At the time of writing it is impossible to know (or even guess) how events will unfold or what the future position of the UK toward the EU will be after Brexit negotiations. The impact will have to be assessed depending on whether and, if so, how the UK will have access to the internal market. A few UK sports officials have raised their voices to recall, for example, the strong position of British football in Europe and asked for exception regimes for their players. Without intending to sound pessimistic, EU officials have already made it very clear that the UK may not pick and choose how they access the internal market and it is difficult to see how a “sport exemption” regarding free movement of athletes may be granted against any other sectors. A solution might be to implement national UK legislation giving free access to professional players to the UK labour market. A problem will however remain regarding free access to the EU market for UK players as, in that case, there is no obligation for the EU to grant reciprocity. If the professional and semi-professional sport sector in the UK (and in the EU as well for UK players) wishes to still be able to recruit athletes that are EU citizens after the exit as easily as it was before Brexit, it should advocate for an EEA agreement (“EEA type” - which seems inconsistent with the intended aims of the referendum as, in this situation, the UK would retain its access to the internal market but would give up its voting rights). 

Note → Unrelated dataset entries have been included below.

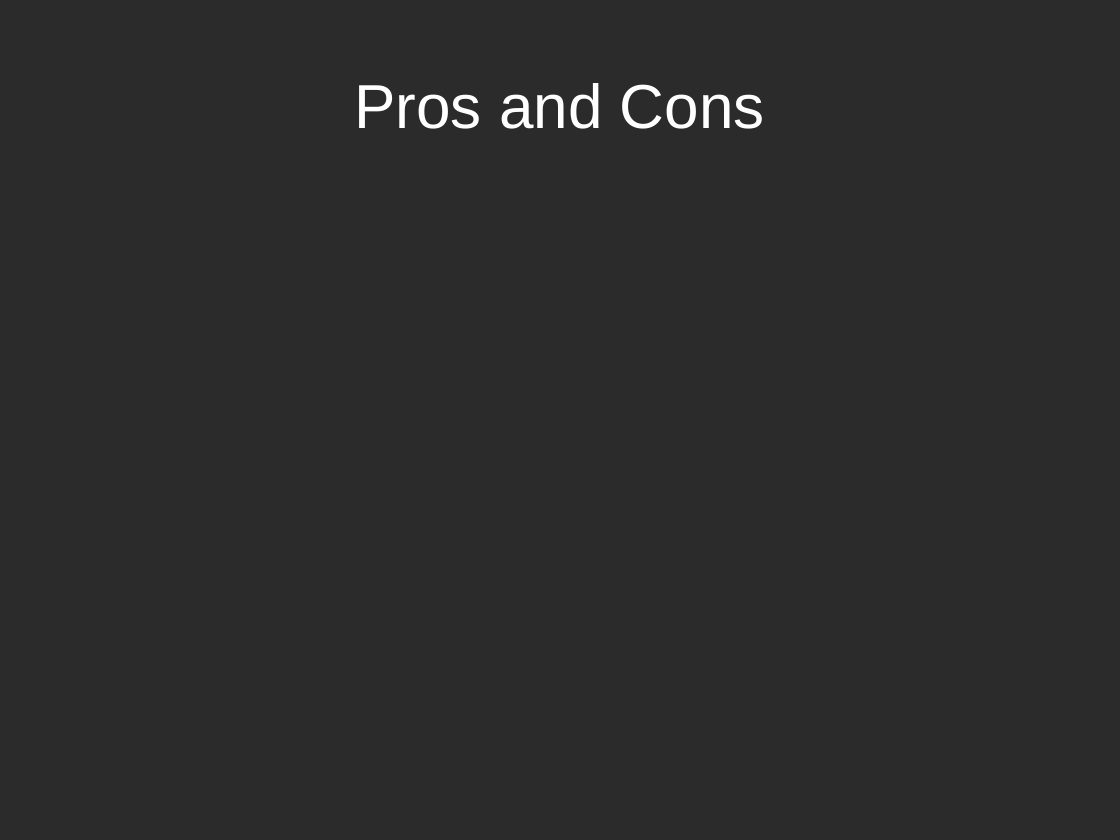
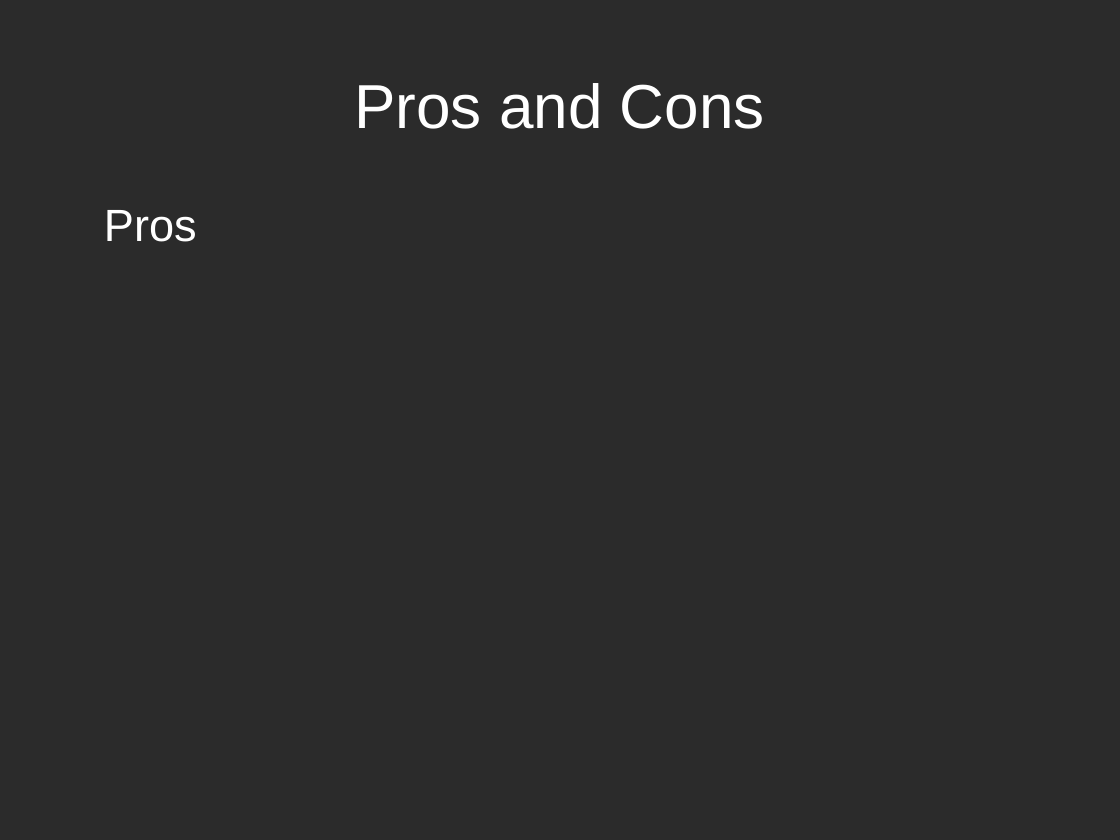
Before and after one commit to BrendanToolan/ResearchMethodsPresentation, a slide deck: slide 6 of research methods presentation.odp. Drawn at 1120x840 pixels with LibreOffice and Linux fonts; fonts in the diff are those of the drawing; background and template pictures are left out; a plain dark background stands for a picture behind light text. Boxes give left, top, right and bottom in pixels: in the first picture for what was removed or moved away, otherwise in the second. Text is boxed around its words. In the diff, an @@ line names an element or a change of style, - is before the commit and + after.

```diff
--- a/research methods presentation.odp
+++ b/research methods presentation.odp
@@ text added at <box>104,210,197,242</box>, 32 pt, text #FFFFFF @@
+Pros
```
Also in this commit, not shown: 1 slide added, 1 slide removed, 3 other files.

In the worst case scenario of a complete exit from the EU, is there any good news for UK sport? British sports federations will be able to implement rules entailing direct discrimination, including introducing quotas of players based on nationality or favouring their own athletes which is, for now, completely forbidden under EU law. On the other hand, the return of visas and work permits between the UK and the EU might lessen the level of competition in national championships as it will hinder exchanges of athletes on both sides. It is quite unsure that this is the best option for British sport. Moreover, one should remember that non-discrimination is also granted to sportspeople coming from non-EU countries under the terms of agreements between the EU and third countries (Igor Simutenkov C-265/03). For example, under the terms of the Cotonou Agreements, it is impossible to impose nationality based quotas for sportsmen from Africa, the Caribbean and the Pacific Group of States provided the player entered the territory of one of the Member States legally, which is a strict condition. This principle implies that a player coming from one of the countries covered by that agreement is not considered as a “foreign” player if quotas for such players are in force in that sport (this is the case for Rugby Union for example). It also means that the UK not only has to renegotiate its relationship with the EU but with all other non-EU countries that are, for now, covered by these association or partnership agreements. British sport will need to be cautious about it.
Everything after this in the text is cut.